* _What you need to do_
Report every line of the listing below in which the string "Charter" appears.

* _Provided material_
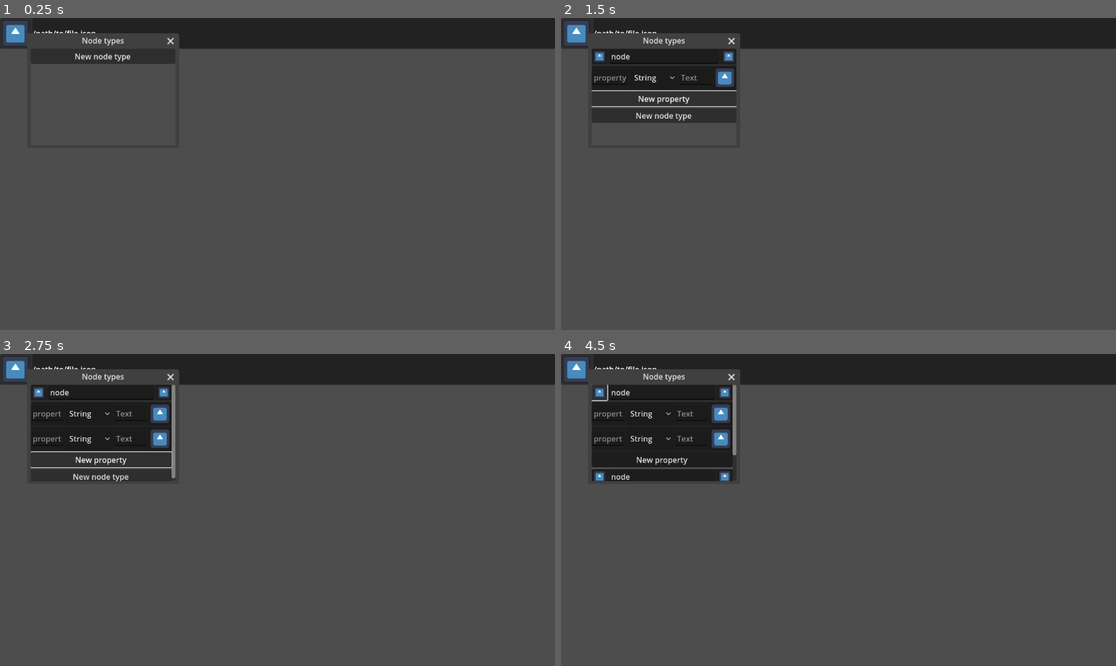
Above: before the commit, frames 1-4 (two rows, left to right).
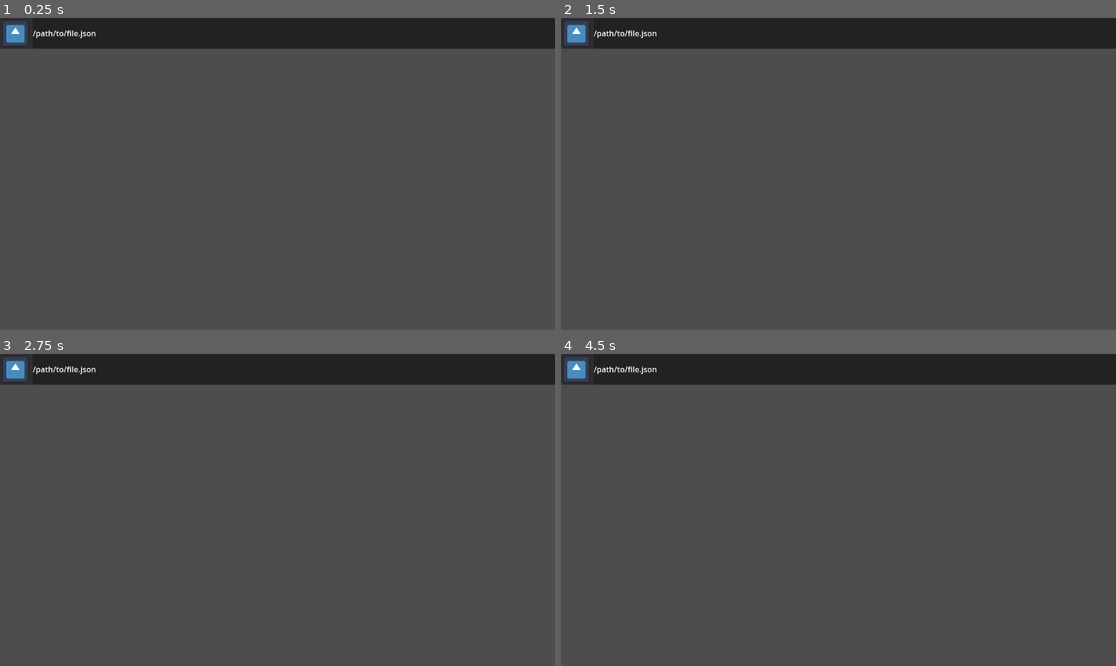
Above: after the commit, the same moments.

Repository: arthurgps2/nodoban
Game: Godot game, scene res://Charter/Charter.tscn
Same seed, same stepped clock (60 frames per second), same inputs: the game is played once before the commit and once after it. The engine's default icon, where the game draws it, is replaced by a stand-in: a white triangle on a blue panel in a dark square.
Inputs (mouse positions are in pixels of both pictures, inside the frame that each line leads up to):
- Up to frame 1 (0.25 s): no input
- Up to frame 2 (1.5 s): click (666, 55) at 0.5 s, where only the run before the commit has a clickable "New node type"; click (666, 74) at 1.25 s, where only the run before the commit has a clickable "New property"
- Up to frame 3 (2.75 s): click (105, 435) at 2 s, where only the run before the commit has a clickable "New property"
- Up to frame 4 (4.5 s): click (660, 475) at 2.75 s, where only the run before the commit has a clickable "New node type"; click (599, 391) at 3.52 s; click (599, 391) at 4.27 s

The runs differ from the first frame. In frame 1, 2.4% of the frame differs, in the area x 4-33%, y 4-15%; in frame 2, 7.0%; in frame 3, 8.8%, in the area x 4-33%, y 4-41%; in frame 4, 8.7%.

Commit message:
Some minor changes

Diff:
--- a/Charter/Charter.tscn
+++ b/Charter/Charter.tscn
@@ -68,6 +68,7 @@
 title = "Node types"
 position = Vector2i(64, 64)
 size = Vector2i(300, 200)
+visible = false
 min_size = Vector2i(300, 200)
 
 [node name="ScrollContainer" type="ScrollContainer" parent="UI/NodeTypes"]
--- a/Charter/Node Type Menu/CharterNodeTypeMenu.tscn
+++ b/Charter/Node Type Menu/CharterNodeTypeMenu.tscn
@@ -33,7 +33,7 @@
 
 [node name="RichTextLabel" type="LineEdit" parent="VBoxContainer/MenuHeader/HBoxContainer/VBoxContainer"]
 layout_mode = 2
-text = "node"
+placeholder_text = "node_type_name"
 
 [node name="DeleteButton" type="Button" parent="VBoxContainer/MenuHeader/HBoxContainer"]
 custom_minimum_size = Vector2(32, 32)

* _Response area_
Game: Godot game, scene res://Charter/Charter.tscn
--- a/Charter/Charter.tscn
+++ b/Charter/Charter.tscn
--- a/Charter/Node Type Menu/CharterNodeTypeMenu.tscn
+++ b/Charter/Node Type Menu/CharterNodeTypeMenu.tscn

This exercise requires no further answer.